___ RECORDED DATA ___

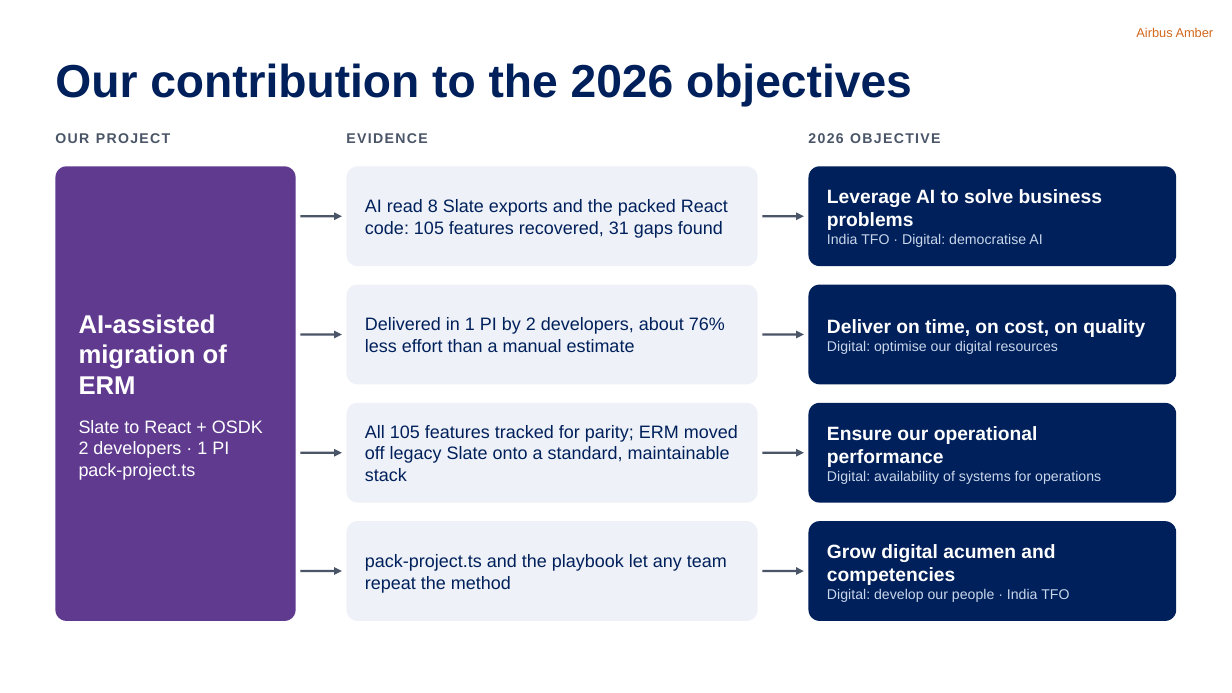
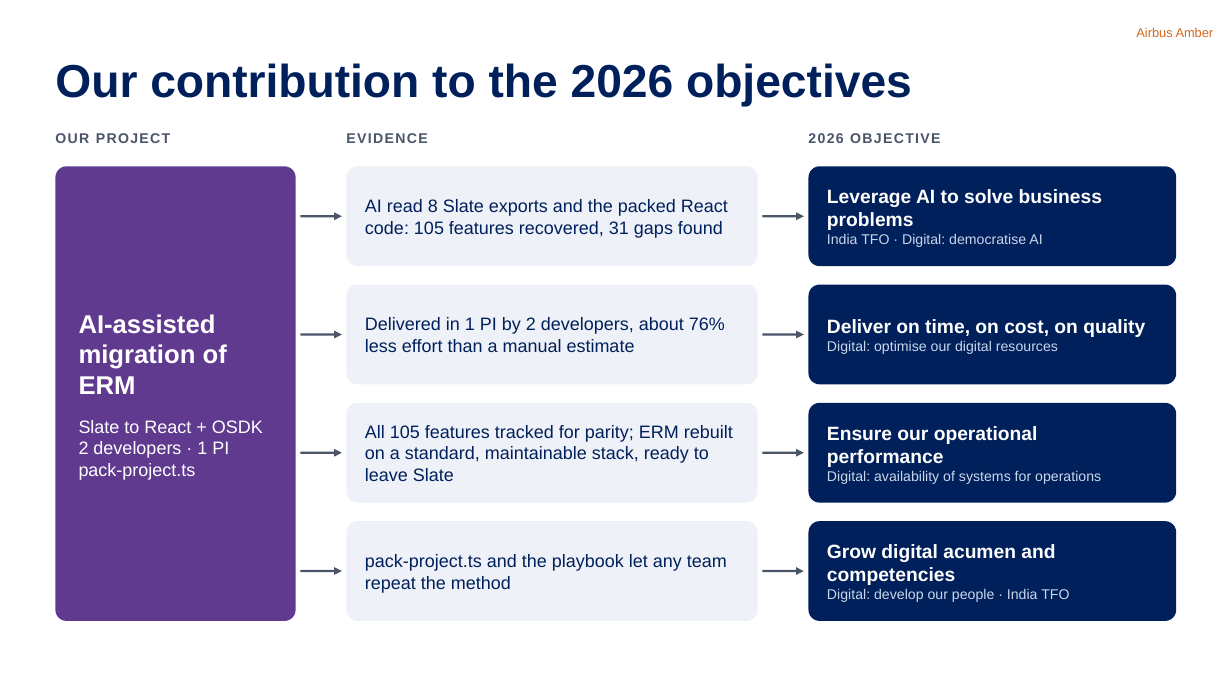
Before and after one commit to nithinram97/archify, a slide deck: slide 11 of erm-migration/docs/ERM-Migration-Jury-Pitch.pptx (slide 9 before the commit). Drawn at 1232x693 pixels with LibreOffice and Linux fonts; fonts in the diff are those of the drawing. Boxes give left, top, right and bottom in pixels: in the first picture for what was removed or moved away, otherwise in the second. Text is boxed around its words. In the diff, an @@ line names an element or a change of style, - is before the commit and + after.

```diff
--- a/erm-migration/docs/ERM-Migration-Jury-Pitch.pptx
+++ b/erm-migration/docs/ERM-Migration-Jury-Pitch.pptx
@@ text at (365,425,733,481): text changed @@
-All 105 features tracked for parity; ERM moved off legacy Slate onto a standard, maintainable stack
+All 105 features tracked for parity; ERM rebuilt on a standard, maintainable stack, ready to leave Slate
```
Also in this commit, not shown: 5 other slides changed, 2 slides added, 4 other files.

___

Show all lines above that contain "moved".

Before and after one commit to nithinram97/archify, a slide deck: slide 11 of erm-migration/docs/ERM-Migration-Jury-Pitch.pptx (slide 9 before the commit). Drawn at 1232x693 pixels with LibreOffice and Linux fonts; fonts in the diff are those of the drawing. Boxes give left, top, right and bottom in pixels: in the first picture for what was removed or moved away, otherwise in the second. Text is boxed around its words. In the diff, an @@ line names an element or a change of style, - is before the commit and + after.
-All 105 features tracked for parity; ERM moved off legacy Slate onto a standard, maintainable stack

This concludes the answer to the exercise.